I suppose I can identify with den building critters because of their insatiable urge to sleep, eat, build, and socialize within the confines of a studio-type environment. Years ago as a young rod maker I slept in an apartment filled with all kinds of strange contraptions, odors, and sounds. My friends and family understood that I probably would never change and that a conventional household was very far off if not completely out of the picture. Blowing circuits, and waking up neighbors in the middle of the night was a given. The chirping and whining of boring bars and router bits was getting me in trouble. Odors of oven baked bamboo and varnish made for a suspicious existence in a small tenant house.
Needless to say I did not get married until I was 42. Dating was hit and miss to say the least, actually more misses than hits. I was deemed undateable by most of my friends. Having two lathes, a cane oven that looks like an ICBM, and rolling tool carts in the middle of your living room is not really a conventional decor motif. It does not shout stability and basic social norms, actually this visualization falls just short of the beginning few minutes of Silence of the Lambs. Dates went flying out the door, and cab drivers may as well have regularly showed up at my house shortly after dinner, because they did. I pretty much slept on top of my equipment, and unfortunately it took a toll on my health and possibilities of having a relationship of any kind. I should have issued organic vapor respirators at the door but I knew that pancake makeup, lipstick, and perfume would somehow end up infiltrating my rod finishing tubes. I finally decided that my home was deemed a date free zone, and it remained that way for quite some time. I soon mastered the fine art of dissuasion “lets go to your place, mine is being fumigated” or “my sister with terets is staying for the weekend and the expletives are flying”

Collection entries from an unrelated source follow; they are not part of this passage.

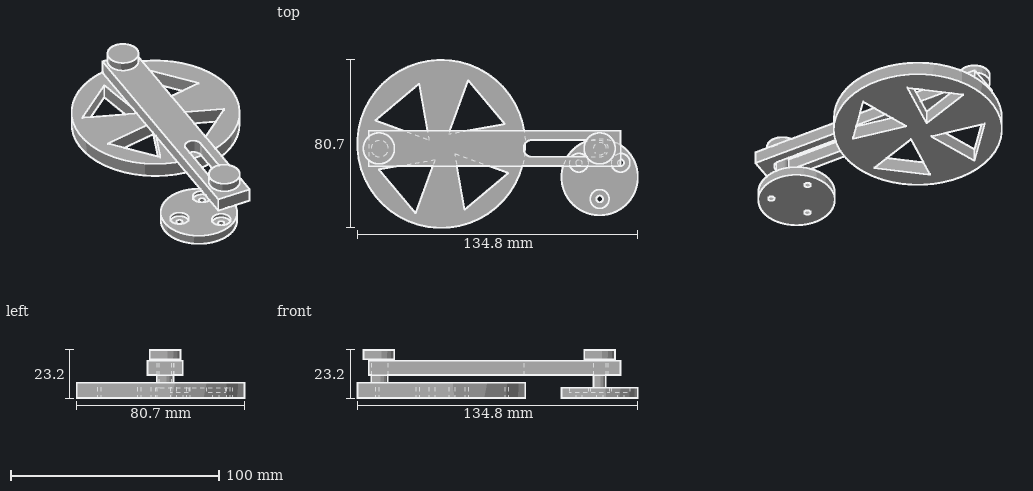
import cadquery as cq
import math

WHEEL_DIAMETER = 80.7
WHEEL_THICKNESS = 7.4

WINDOW_COUNT = 4
WINDOW_CENTRE_X = 0.3
WINDOW_CENTRE_Y = -1.3
WINDOW_OFFSET_X = 15.4
WINDOW_OFFSET_Y = 16.3
WINDOW_CIRCUMRADIUS = 15.8
WINDOW_TIP_ANGLE = 220.0

ARM_LENGTH = 121.0
ARM_WIDTH = 17.0
ARM_THICKNESS = 6.9
ARM_START_X = -34.9
ARM_Y = -2.2
ARM_BOTTOM_Z = 11.0

HEAD_DIAMETER = 15.0
HEAD_HEIGHT = 4.6
TOP_Z = 23.2
HEAD_BOTTOM_Z = TOP_Z - HEAD_HEIGHT
WHEEL_PIN_HEAD_X = -29.9
WHEEL_PIN_SHAFT_X = -29.7
WHEEL_PIN_DIAMETER = 8.1
DISC_PIN_X = 76.0
DISC_PIN_DIAMETER = 6.0

SLOT_WIDTH = 8.0
SLOT_START_X = 39.5
SLOT_END_X = DISC_PIN_X + SLOT_WIDTH / 2

OVERALL_LENGTH = 134.8
DISC_DIAMETER = 36.8
DISC_THICKNESS = 5.0
DISC_X = OVERALL_LENGTH - WHEEL_DIAMETER / 2 - DISC_DIAMETER / 2
DISC_Y = -15.9

HOLE_COUNT = 3
HOLE_CIRCLE_RADIUS = 11.6
HOLE_CIRCLE_SHIFT_Y = 1.1
FIRST_HOLE_ANGLE = -90.0
HOLE_DIAMETER = 3.1
COUNTERBORE_DIAMETER = 9.0
COUNTERBORE_DEPTH = 2.2


def polar_point(radius, degrees):
    angle = math.radians(degrees)
    return (radius * math.cos(angle), radius * math.sin(angle))


def cylinder(x, y, bottom, diameter, height):
    return cq.Workplane(origin=(x, y, bottom)).circle(diameter / 2).extrude(height)


def make_window():
    """Prism for the first window, placed relative to the window pattern's centre."""
    corners = [polar_point(WINDOW_CIRCUMRADIUS, WINDOW_TIP_ANGLE + turn) for turn in (0, 120, 240)]
    prism = cq.Workplane().polyline(corners).close().extrude(WHEEL_THICKNESS)
    return prism.translate((WINDOW_OFFSET_X, WINDOW_OFFSET_Y, 0))


def make_wheel():
    wheel = cylinder(0, 0, 0, WHEEL_DIAMETER, WHEEL_THICKNESS)
    first_window = make_window()
    for i in range(WINDOW_COUNT):
        window = first_window.rotate((0, 0, 0), (0, 0, 1), i * 360 / WINDOW_COUNT)
        wheel = wheel.cut(window.translate((WINDOW_CENTRE_X, WINDOW_CENTRE_Y, 0)))
    return wheel


def make_arm():
    arm = (
        cq.Workplane(origin=(ARM_START_X + ARM_LENGTH / 2, ARM_Y, ARM_BOTTOM_Z))
        .rect(ARM_LENGTH, ARM_WIDTH)
        .extrude(ARM_THICKNESS)
    )
    bore = cylinder(WHEEL_PIN_SHAFT_X, ARM_Y, ARM_BOTTOM_Z, WHEEL_PIN_DIAMETER, ARM_THICKNESS)
    slot = (
        cq.Workplane(origin=((SLOT_START_X + SLOT_END_X) / 2, ARM_Y, ARM_BOTTOM_Z))
        .slot2D(SLOT_END_X - SLOT_START_X, SLOT_WIDTH)
        .extrude(ARM_THICKNESS)
    )
    return arm.cut(bore).cut(slot)


def make_disc():
    disc = cylinder(DISC_X, DISC_Y, 0, DISC_DIAMETER, DISC_THICKNESS)
    angles = [FIRST_HOLE_ANGLE + i * 360 / HOLE_COUNT for i in range(HOLE_COUNT)]
    hole_points = [polar_point(HOLE_CIRCLE_RADIUS, angle) for angle in angles]
    return (
        disc.copyWorkplane(cq.Workplane(origin=(DISC_X, DISC_Y + HOLE_CIRCLE_SHIFT_Y, DISC_THICKNESS)))
        .pushPoints(hole_points)
        .cboreHole(HOLE_DIAMETER, COUNTERBORE_DIAMETER, COUNTERBORE_DEPTH)
    )


def make_pin(head_x, shaft_x, shaft_diameter, bottom):
    """Headed pin whose shaft stands on the face at the given height."""
    shaft = cylinder(shaft_x, ARM_Y, bottom, shaft_diameter, HEAD_BOTTOM_Z - bottom)
    head = cylinder(head_x, ARM_Y, HEAD_BOTTOM_Z, HEAD_DIAMETER, HEAD_HEIGHT)
    return shaft.union(head)


wheel = make_wheel()
arm = make_arm()
disc = make_disc()

pin_sizes = [
    (WHEEL_PIN_HEAD_X, WHEEL_PIN_SHAFT_X, WHEEL_PIN_DIAMETER, WHEEL_THICKNESS),
    (DISC_PIN_X, DISC_PIN_X, DISC_PIN_DIAMETER, DISC_THICKNESS),
]
pins = [make_pin(*sizes).val() for sizes in pin_sizes]

result = cq.Compound.makeCompound([wheel.val(), arm.val(), disc.val(), *pins])

Years passed and I fell into a troll-like existence, I was passionate but becoming a little insane. I had a reputation at the local coffee shop for showing up a little dazed and confused, and murmuring things under my breath about new two part emollients and stabilizing agents. My card playing friends nicknamed me “Chemical Joey” (my middle name is Joseph). The day of the 911 tragedy I was going to leave to Camden Maine for a new chapter of my life. My move came to a huge screeching halt the day of this disaster. It was definitely a stop sign. I got a phone call from a pretty young lady a few days later that I had dated for a short period time who lived in Manhattan. We talked briefly and caught up for a few minutes. Soon thereafter I hurt my shoulder very badly in an accident.
I awoke in the hospital throwing up into a plastic tray and there was the girl from Manhattan sitting there right next to me! I was confused and a bit surprised. Once again I was not exactly casting a great light for a next date as I was repeatedly dry heaving into a pink tray. The combination of percocet and her face was a bit surreal.
Jenny was a graduate from Pratt Institute in Queens where she studied industrial design and it was there where she eventually got her masters degree. She was very use to the studio environment lifestyle and shop-like mentality. My apartment and lifestyle was more of a curious draw than a turnoff for her. It echoed familiar sounds and smells of her days at Pratt. We both loved the habits and ritual of doing and making.
After being married for a while Jenny and I still laugh about my old place, and honestly nothing really has changed at all. She practices her craft along side of me and we engage in conversations about conducive workspaces and how to fuse the living environment into a creative work space. Now I am fortunate to have an entire structure dedicated to rod making. There is no “normal” way to live in a space, you just need to feel creative freedom in the space you occupy daily.